In ruling upon defendants’ motion to dismiss on the grounds of insufficient evidence, the trial court is required to interpret the evidence in the light most favorable to the State, drawing all reasonable inferences in the State’s favor. State v. Fletcher, 301 N.C.,709, 272 S.E. 2d 859 (1981); State v. King, 299 N.C. 707, 264 S.E. 2d 40 (1980); State v. Bowman, 232 N.C. 374, 61 S.E. 2d 107 (1950). The trial court must determine as a question of law whether the State has offered substantial evidence of defendant’s guilt on every essential element of the crime charged. ‘Substantial evidence’ is that amount of relevant evidence that a reasonable mind might ac*183cept as adequate to support a conclusion. State v. Smith, 300 N.C. 71, 265 S.E. 2d 164 (1980); State v. Powell, 299 N.C. 95, 261 S.E. 2d 114 (1980).
State v. Cox, 303 N.C. 75, 87, 277 S.E. 2d 376, 384 (1981). Upon a complete review of the evidence in the record before us, we find that the State offered substantial evidence on each and every element of the offenses with which defendant was charged.
Defendant Corbett assigns the following errors as the basis for his appeal:
1. Insufficiency of the indictment charging him with rape in failing to include the averment “with force and arms.”
2. Denial of his motion for funds to employ an expert in fingerprint analysis.
3. Denial of his motion for a change in venue.
4. Granting of the State’s motion for consolidation of the cases against both defendants.
5. The trial court’s questioning of witnesses in violation of G.S. § 15A-1232.
6. The in-court identification made of defendant Corbett by the prosecuting witness.

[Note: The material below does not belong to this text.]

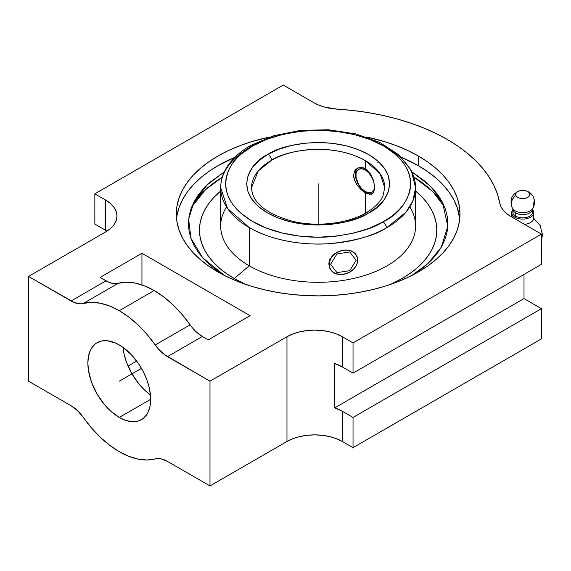 <?xml version="1.0" encoding="UTF-8"?>
<svg xmlns="http://www.w3.org/2000/svg" width="571" height="571" viewBox="0 0 571 571"><rect width="100%" height="100%" fill="white"/><g stroke="black" fill="none" stroke-linecap="round" stroke-linejoin="round"><path stroke-width="0.86" d="M355.74 182.92L353.856 177.845L353.606 175.397L354.577 171.122L355.733 169.48L359.059 167.553L363.142 167.738L365.247 168.659L365.247 160.572A66.614 38.457 180 0 1 384.761 187.766L380.072 173.598L365.247 160.572C329.967 140.944 283.53 151.394 271.489 160.315A4.896 2.798 -119.5 0 0 268.063 154.306C280.982 144.727 330.837 133.507 368.716 154.577C405.331 176.446 385.675 205.539 368.709 212.962L377.581 206.731L384.176 199.614L388.259 191.899L389.658 183.869L388.323 175.839L384.312 168.11L377.766 160.979L368.952 154.72L358.188 149.566L345.905 145.719L332.55 143.335L318.654 142.486L304.736 143.221L291.331 145.498L278.948 149.238L267.585 154.577L258.713 160.815L252.111 167.924L248.035 175.647L246.636 183.669L247.971 191.706L251.982 199.436L258.527 206.566L267.342 212.826L278.106 217.972L290.389 221.819L303.736 224.21L317.64 225.053L331.558 224.324L344.963 222.04L357.346 218.3L368.231 213.24A4.896 2.798 -119.5 0 0 365.818 212.976A4.896 2.798 60.5 0 1 368.231 213.24C355.312 222.811 305.456 234.039 267.578 212.962C230.962 191.099 250.619 162 267.585 154.577L268.063 154.306A4.896 2.798 60.5 0 1 271.489 160.315L258.206 170.993L251.533 187.766A66.614 38.457 180 0 1 271.489 160.315A66.614 38.457 180 0 1 365.247 160.572L365.247 168.659L361.058 167.367L357.26 168.267L354.577 171.122L353.606 175.397L354.584 180.386L357.26 185.361L361.065 189.693L365.247 192.834L365.247 213.297L365.247 192.834L361.065 189.693L357.26 185.361M387.059 147.982A97.455 56.265 180 0 1 415.602 187.766L412.812 201.128L405.838 212.312L386.396 227.929A4.896 2.798 -119.5 0 0 382.963 221.919L368.88 228.464L352.849 233.311L335.498 236.258L317.483 237.208L299.49 236.116L282.217 233.018L266.307 228.043L252.382 221.377L240.969 213.276L236.351 208.779L232.504 204.04L229.485 199.115L227.315 194.04L226.009 188.865L225.588 183.641L226.052 178.423L227.401 173.249L229.613 168.181L232.675 163.263L236.558 158.538L241.219 154.056L252.696 145.983C230.905 155.555 205.303 192.941 252.382 221.377C274.13 234.346 306.377 238.921 330.445 236.737C354.834 233.867 372.342 228.928 382.963 221.919A4.896 2.798 60.5 0 1 386.396 227.929C375.268 235.273 356.925 240.462 331.373 243.51C306.149 245.844 272.246 241.14 249.234 227.551L227.551 208.501L220.691 187.766A97.455 56.265 180 0 1 249.898 147.603A4.896 2.798 -119.5 0 1 250.912 145.362A4.896 2.798 60.5 0 1 253.324 145.626L252.696 145.983L253.324 145.626A4.896 2.798 -119.5 0 0 250.912 145.362C238.906 152.164 230.306 160.451 225.117 170.222C222.19 175.875 220.713 181.721 220.691 187.766A97.455 56.265 180 0 0 249.234 227.551L249.234 265.829A97.455 56.265 0 0 0 355.44 278.02A97.455 56.265 0 0 0 415.602 226.045L415.602 187.766A97.455 56.265 180 0 1 386.396 227.929A97.455 56.265 180 0 1 249.234 227.551L249.234 265.829L234.238 278.548A118.661 68.506 0 0 0 246.015 284.501L234.238 278.548L249.234 265.829A97.455 56.265 180 0 1 226.501 206.902M224.253 171.978L207.352 184.704L193.805 202.305L188.651 219.235L190.942 238.343L202.798 257.928L224.624 275.557L217.872 271.168L210.285 265.265L203.74 258.963L198.294 252.318L194.012 245.394L190.914 238.271L189.051 230.998L188.423 223.654L189.051 216.316L190.914 209.043L194.012 201.913L198.294 194.996L203.74 188.351L210.285 182.049L224.253 171.978M191.62 207.137L205.367 189.8L222.276 177.188L215.617 181.521L207.865 187.559L201.17 194.004L195.61 200.799L191.62 207.137M541.451 240.919L542.45 234.717L541.451 238.3L542.45 234.717L541.779 231.769M532.179 210.542A9.871 5.696 180 0 1 527.754 217.051A9.871 5.696 180 0 1 515.734 216.181L515.734 212.962A9.871 5.696 180 0 1 513.179 210.406A6.317 4.982 155.1 0 0 512.822 208.729A6.317 4.982 -24.9 0 1 513.179 210.406A9.871 5.696 0 0 0 515.734 212.962L515.734 216.181L514.899 217.223L514.899 218.8L514.899 217.223A11.056 6.381 0 0 0 529.189 217.886A11.056 6.381 0 0 0 532.579 209.843A11.056 6.381 180 0 1 533.764 212.712A11.056 6.381 180 0 1 526.94 218.607A11.056 6.381 180 0 1 514.899 217.223L515.734 216.181A9.871 5.696 0 0 0 526.491 217.415A9.871 5.696 0 0 0 532.579 212.155L532.579 208.929A9.871 5.696 180 0 1 526.491 214.196A9.871 5.696 180 0 1 515.734 212.962A9.871 5.696 0 0 0 525.912 214.318A9.871 5.696 0 0 0 532.507 209.636M512.808 208.693A6.317 4.982 155.1 0 0 512.515 208.172A6.317 4.982 -24.9 0 1 512.808 208.693L512.844 208.929A9.871 5.696 180 0 0 513.179 210.406M529.574 193.412A11.841 9.343 -24.9 0 1 533.471 197.266A11.841 9.343 155.1 0 0 529.574 193.412L529.76 195.011L528.867 196.524L527.04 197.73L524.549 198.437L519.16 198.03L517.076 196.974L515.849 195.539A7.109 4.104 0 0 0 524.549 198.437A7.109 4.104 0 0 0 529.574 193.412A7.109 4.104 0 0 0 524.299 190.478A7.109 4.104 0 0 0 520.459 190.586A7.109 4.104 0 0 0 515.849 195.539L515.67 193.94L516.562 192.42L518.389 191.221L520.873 190.514L526.262 190.921L528.346 191.977L529.574 193.412M533.471 197.266A11.841 9.343 155.1 0 1 532.907 205.018A10.556 6.095 180 0 1 531.922 209.571A10.556 6.095 180 0 1 522.237 212.683A10.556 6.095 180 0 1 513.079 209.079M511.937 207.13A11.841 9.343 -24.9 0 1 515.849 195.539A11.841 9.343 155.1 0 0 511.937 207.13A11.841 9.343 155.1 0 0 512.515 208.172A10.556 6.095 180 0 0 521.409 212.64A10.556 6.095 180 0 0 531.922 209.571M365.897 192.463L365.247 192.834L365.897 192.463A14.803 8.544 -120 0 0 372.599 193.533A14.803 8.544 -120 0 1 365.897 192.463L365.247 191.549L365.897 192.463A14.803 8.544 -120 0 1 356.383 179.936A14.803 8.544 -120 0 1 357.946 167.924A14.803 8.544 -120 0 0 356.383 179.936A14.803 8.544 -120 0 0 365.897 192.463M365.654 168.909L365.247 169.951A13.226 7.637 60 0 1 373.12 179.465L368.83 172.842L365.247 169.951L361.671 168.709L358.638 169.294L356.611 171.628L356.076 173.348L356.076 177.56L358.638 184.569L361.671 188.658L365.247 191.549L368.83 192.791L371.864 192.199L373.891 189.872L374.54 187.352A13.226 7.637 60 0 1 365.247 191.549A13.226 7.637 60 0 1 355.897 175.354A13.226 7.637 60 0 1 365.247 169.951L365.654 168.909M340.552 274.551L343.371 274.38A14.803 11.677 -24.9 0 1 329.945 268.52A14.803 11.677 -24.9 0 1 329.067 264.501L329.067 266.222L329.91 268.42L328.775 263.873L329.91 259.17L333.107 255.001L335.334 253.274L340.566 250.847L346.169 249.984L351.236 250.826L355.055 253.303L356.554 255.537M346.147 273.687L340.58 274.58L335.427 273.566L331.48 270.847L329.346 266.821L329.346 262.103L331.48 257.414L335.427 253.467L340.58 250.869L346.162 250.005L351.315 251.012L355.255 253.738L357.396 257.764L357.396 262.482L356.582 264.873L353.478 269.276L348.838 272.61L343.357 274.38M390.278 284.501A118.661 68.506 0 0 0 415.602 191.014L422.797 197.809L427.779 203.883L431.697 210.214L434.531 216.737L436.237 223.389L436.808 230.106L436.237 236.815L434.531 243.467L431.697 249.991L427.779 256.322L422.797 262.396L416.809 268.163L409.871 273.566L402.055 278.548L390.278 284.501M409.792 206.902A97.455 56.265 180 0 1 370.429 273.523A97.455 56.265 180 0 1 249.234 265.829A97.455 56.265 0 0 1 220.691 226.045L220.691 187.766M418.443 165.747A141.844 81.896 0 0 0 401.627 157.446L418.443 165.747L418.443 156.083L418.443 165.747L427.793 171.707L436.087 178.159L443.246 185.054L449.191 192.32L453.881 199.886L457.264 207.68L459.741 218.821A141.844 81.896 0 0 0 418.443 165.747M176.981 215.631L179.03 207.68L182.406 199.886L187.102 192.32L193.048 185.054L200.207 178.159L208.501 171.707L217.844 165.747L234.667 157.446A141.844 81.896 0 0 0 176.546 218.821M217.844 271.896A141.844 81.896 180 0 1 176.303 213.989A141.844 81.896 180 0 1 269.969 136.961L251.283 141.765L239.342 145.898L228.164 150.68L217.844 156.083L208.501 162.036L200.207 168.488L193.048 175.383L187.102 182.649L182.406 190.214L179.03 198.009L176.981 205.96L176.303 213.989L176.981 222.012L179.03 229.963L182.406 237.757L187.102 245.323L193.048 252.589L200.207 259.484L208.501 265.943L217.844 271.896L228.164 277.292L239.342 282.081L251.283 286.214L263.866 289.647L276.971 292.352L290.475 294.308L304.243 295.485L318.147 295.878L332.051 295.485L345.819 294.308L359.323 292.352L372.428 289.647L385.011 286.214L396.952 282.081L408.129 277.292L418.443 271.896L427.793 265.943L436.087 259.484L443.246 252.589L449.191 245.323L453.881 237.757L457.264 229.963L459.305 222.012L459.99 213.989A141.844 81.896 180 0 1 372.428 289.647A141.844 81.896 180 0 1 217.844 271.896M366.325 136.961A141.844 81.896 180 0 1 418.443 156.083L427.793 162.036L436.087 168.488L443.246 175.383L449.191 182.649L453.881 190.214L457.264 198.009L459.305 205.96L459.99 213.989A141.844 81.896 180 0 0 418.443 156.083L408.129 150.68L396.952 145.898L385.011 141.765L366.325 136.961M122.979 347.318A44.41 25.638 -120 0 0 150.451 394.904L145.041 390.478L139.353 384.476L131.951 373.862L126.462 362.142L124.107 354.22L122.979 347.318M119.268 417.444A44.41 25.638 60 0 1 90.254 378.309A44.41 25.638 60 0 1 97.063 342.728A44.41 25.638 60 0 1 119.268 344.927A44.41 25.638 60 0 1 148.282 384.062A44.41 25.638 60 0 1 141.472 419.642A44.41 25.638 60 0 1 119.268 417.444L150.665 399.315L119.268 417.444L110.153 410.62L104.464 404.618L97.063 394.004L91.574 382.292L88.469 370.479L87.863 363.056L88.469 356.333L90.254 350.558L91.574 348.103L94.993 344.17L97.063 342.728L101.824 340.966L107.248 340.744L116.191 343.321L122.344 346.875L131.287 354.62L139.188 364.655L143.542 372.199L146.961 380.079L149.316 388.009L150.516 395.674L150.066 406.038L148.282 411.812L146.961 414.268L143.542 418.2L139.188 420.713L134.071 421.712L131.287 421.626L125.392 420.285L119.268 417.444M118.19 283.302L83.302 303.444A86.349 49.855 60 0 1 119.268 310.681L154.156 290.532A86.349 49.855 -120 0 0 118.19 283.302L83.302 303.444A29.371 16.959 60 0 1 71.068 300.981L105.963 280.839A29.371 16.959 -120 0 0 118.19 283.302L112.394 283.373L109.218 282.424L100.075 277.442L141.943 253.267L141.943 284.908L141.943 253.267L250.112 315.713L208.237 339.888L202.355 336.49L167.467 356.639A29.371 16.959 60 0 1 155.233 344.97L190.122 324.828A86.349 49.855 -120 0 0 154.156 290.532L119.268 310.681A86.349 49.855 60 0 1 155.233 344.97L190.122 324.828A29.371 16.959 -120 0 0 202.355 336.49L195.924 331.601L192.905 328.411L181.942 314.3L173.07 304.921L163.734 296.934L154.156 290.532L144.584 285.878L135.248 283.08L126.377 282.217L118.19 283.302M524.556 224.382A7.894 4.561 0 0 0 525.399 224.232M532.757 215.381A11.056 6.381 180 0 1 524.492 224.339A11.056 6.381 0 0 0 533.764 218.043L533.764 212.712M512.844 208.929L512.844 212.155A9.871 5.696 0 0 0 515.734 216.181A9.871 5.696 180 0 1 513.243 210.542M512.851 208.779A9.871 5.696 180 0 1 512.851 208.765L511.973 207.194C509.446 199.008 512.244 193.476 520.345 190.607M512.844 209.843A11.056 6.381 0 0 0 514.899 217.223A11.056 6.381 180 0 1 511.659 212.712A11.056 6.381 180 0 1 512.844 209.843M511.802 217.016A11.056 6.381 180 0 1 512.672 215.381M524.249 224.417L525.734 224.16M334.756 363.541L342.35 366.953L353.035 373.127L541.451 264.352L541.451 234.131L353.035 342.907L342.35 336.74L342.35 366.953L353.035 373.127L353.035 342.907L353.035 373.127L541.451 264.352L541.451 234.131L510.959 216.53L541.451 234.131L353.035 342.907L342.35 336.74L342.35 366.953A39.156 22.612 0 0 0 334.756 363.541L334.756 407.858L334.756 363.541M524.007 274.423L524.007 298.597L334.756 407.858L524.007 298.597L541.451 308.668L353.035 417.444L342.35 411.27L334.756 407.858A39.156 22.612 180 0 1 342.35 411.27L342.35 441.49A39.156 22.612 0 0 0 286.97 441.49L286.97 336.74L209.985 381.185L209.985 485.935L286.97 441.49L286.97 336.74A39.156 22.612 180 0 1 342.35 336.74L336.412 333.928L329.645 331.837L322.294 330.552L314.657 330.117L307.02 330.552L299.675 331.837L292.902 333.928L286.97 336.74L209.985 381.185L164.205 354.463L158.017 348.553L147.047 334.442L138.182 325.063L128.839 317.076L119.268 310.681L109.689 306.02L100.353 303.23L91.481 302.359L80.518 303.815L74.323 302.566L28.55 276.435L105.535 231.99L28.55 276.435L28.55 381.185L28.55 276.435L71.068 300.981L105.963 280.839L100.075 277.442L141.943 253.267L250.112 315.713L208.237 339.888L202.355 336.49L167.467 356.639L209.985 381.185L209.985 485.935L286.97 441.49L292.902 438.678L299.675 436.587L307.02 435.302L314.657 434.866L322.294 435.302L329.645 436.587L336.412 438.678L342.35 441.49L353.035 447.664L353.035 417.444L342.35 411.27L342.35 441.49L353.035 447.664L541.451 338.881L541.451 308.668L353.035 417.444L353.035 447.664L541.451 338.881L541.451 308.668L524.007 298.597L524.007 274.423M94.843 224.06L106.977 231.112A39.156 22.612 0 0 0 105.535 230.234L105.535 200.014L94.843 193.84L283.259 85.065L313.743 102.666L283.259 85.065L94.843 193.84L94.843 224.06L94.843 193.84L105.535 200.014A39.156 22.612 180 0 1 117.005 216.002A39.156 22.612 180 0 1 105.535 231.99L110.403 228.564L114.022 224.653L116.248 220.413L117.005 216.002L116.248 211.591L114.022 207.352L110.403 203.44L105.535 200.014L105.535 230.234L94.843 224.06M155.233 458.927A86.349 49.855 60 0 1 83.302 417.401L91.481 427.929L100.353 437.307L109.689 445.287L119.268 451.69L128.839 456.343L138.182 459.141L147.047 460.012L155.233 458.927A29.371 16.959 60 0 1 167.467 461.389L209.985 485.935L167.467 461.389L161.029 458.856L155.233 458.927M510.959 216.53A39.156 22.612 180 0 1 499.711 202.919L497.427 194.054L493.844 185.339L488.997 176.824L482.916 168.588L475.643 160.672L467.228 153.142L457.742 146.055L447.243 139.452L435.816 133.393L423.532 127.918L410.492 123.058L396.788 118.861L382.513 115.349L367.767 112.551L352.671 110.481L337.318 109.161A182.57 105.407 180 0 1 499.711 202.919L500.967 206.688L503.308 210.278L506.677 213.59L510.959 216.53M337.318 109.161A39.156 22.612 180 0 1 313.743 102.666L318.832 105.143L324.564 107.084L337.318 109.161M28.55 381.185L71.068 405.731L77.499 410.628L83.302 417.401A29.371 16.959 60 0 0 71.068 405.731L28.55 381.185M136.676 361.065L128.025 366.054L136.676 361.065M411.67 275.557L418.422 271.168L426.009 265.265L432.554 258.963L437.993 252.318L442.282 245.394L445.38 238.271L447.243 230.998L447.871 223.654L447.243 216.316L445.38 209.043L442.282 201.913L437.993 194.996L432.554 188.351L426.009 182.049L412.041 171.978L430.62 186.339L442.489 202.305L447.785 226.309L441.283 247.222L427.886 263.595L411.67 275.557M440.684 200.799L435.116 194.004L428.428 187.559L420.677 181.521L414.018 177.188L432.561 191.364L444.673 207.137M220.691 191.014L213.497 197.809L208.515 203.883L204.596 210.214L201.763 216.737L200.057 223.389L199.486 230.106L200.057 236.815L201.763 243.467L204.596 249.991L208.515 256.322L213.497 262.396L219.485 268.163L226.416 273.566L234.238 278.548A118.661 68.506 0 0 1 220.691 191.014M343.371 274.38A14.803 11.677 155.1 0 0 356.711 255.879A14.803 11.677 155.1 0 0 343.371 250.205L348.81 250.191L351.236 250.826L355.055 253.303L356.796 256.058M329.06 261.497L329.067 264.501A14.803 11.677 -24.9 0 1 343.371 250.205L337.846 251.882L333.107 255.001L329.91 259.17L329.06 261.497M382.963 221.919L383.598 221.555C405.389 211.984 430.991 174.598 383.905 146.162C362.164 133.193 329.917 128.618 305.849 130.809C281.46 133.678 263.952 138.617 253.324 145.626L267.414 139.074L283.444 134.228L300.796 131.28L318.811 130.331L336.797 131.43L354.077 134.52L369.979 139.495L383.905 146.162L395.318 154.27L399.943 158.767L403.783 163.499L406.809 168.424L408.979 173.505L410.285 178.673L410.706 183.898L410.242 189.122L408.893 194.29L406.68 199.358L403.618 204.282L399.736 209L395.075 213.483L389.679 217.687L382.963 221.919M367.267 193.819L365.247 192.834L367.267 193.819M370.715 194.361L372.071 193.904L373.919 191.535L374.54 187.459L373.912 182.27L370.707 174.269L367.253 170.101L365.247 168.659L367.253 170.101L370.707 174.269L373.134 179.515L374.383 184.961L374.383 189.693L373.141 192.955L372.071 193.904L369.094 194.326M318.147 183.769L318.147 223.654M141.472 368.366L119.268 381.185M377.702 162.764L378.502 161.629L377.702 162.764M349.759 251.954L336.983 253.931L330.595 264.266L336.983 272.631L349.759 270.654L356.14 260.312L349.759 251.954L336.983 253.931L330.595 264.266L336.983 272.631L349.759 270.654L356.14 260.312L349.759 251.954M251.533 187.766C252.218 202.619 265.922 213.804 292.645 221.32C317.105 227.222 347.511 223.654 365.818 212.976C374.462 207.951 380.158 202.32 382.913 196.089L384.761 187.766M525.084 190.607C528.924 191.492 531.715 193.697 533.457 197.223C535.163 201.235 534.87 205.089 532.565 208.786M329.681 267.97L329.945 268.52M511.659 216.93L511.659 212.712M533.749 218.358L540.173 225.516L542.45 234.717M415.602 187.766L411.227 170.308L398.829 154.834L379.786 142.429L355.69 133.878L328.496 129.76L300.432 130.395L273.844 135.727L250.912 145.362"/></g></svg>

7. The admission into evidence of certain exhibits including an automatic pistol, sets of fingerprints, and a gold wedding band.
8. Denial of his motions to dismiss.
As this defendant’s eight assignments of error duplicate in all material respects those brought forward by defendant Rhone, and as we have fully discussed each of these alleged errors with respect to defendant Rhone’s appeal, we therefore deem it unnecessary to repeat the portions of our opinion applicable to these issues.
For the reasons set forth in this opinion, we hold that defendants Rhone and Corbett received a fair trial free of prejudicial error.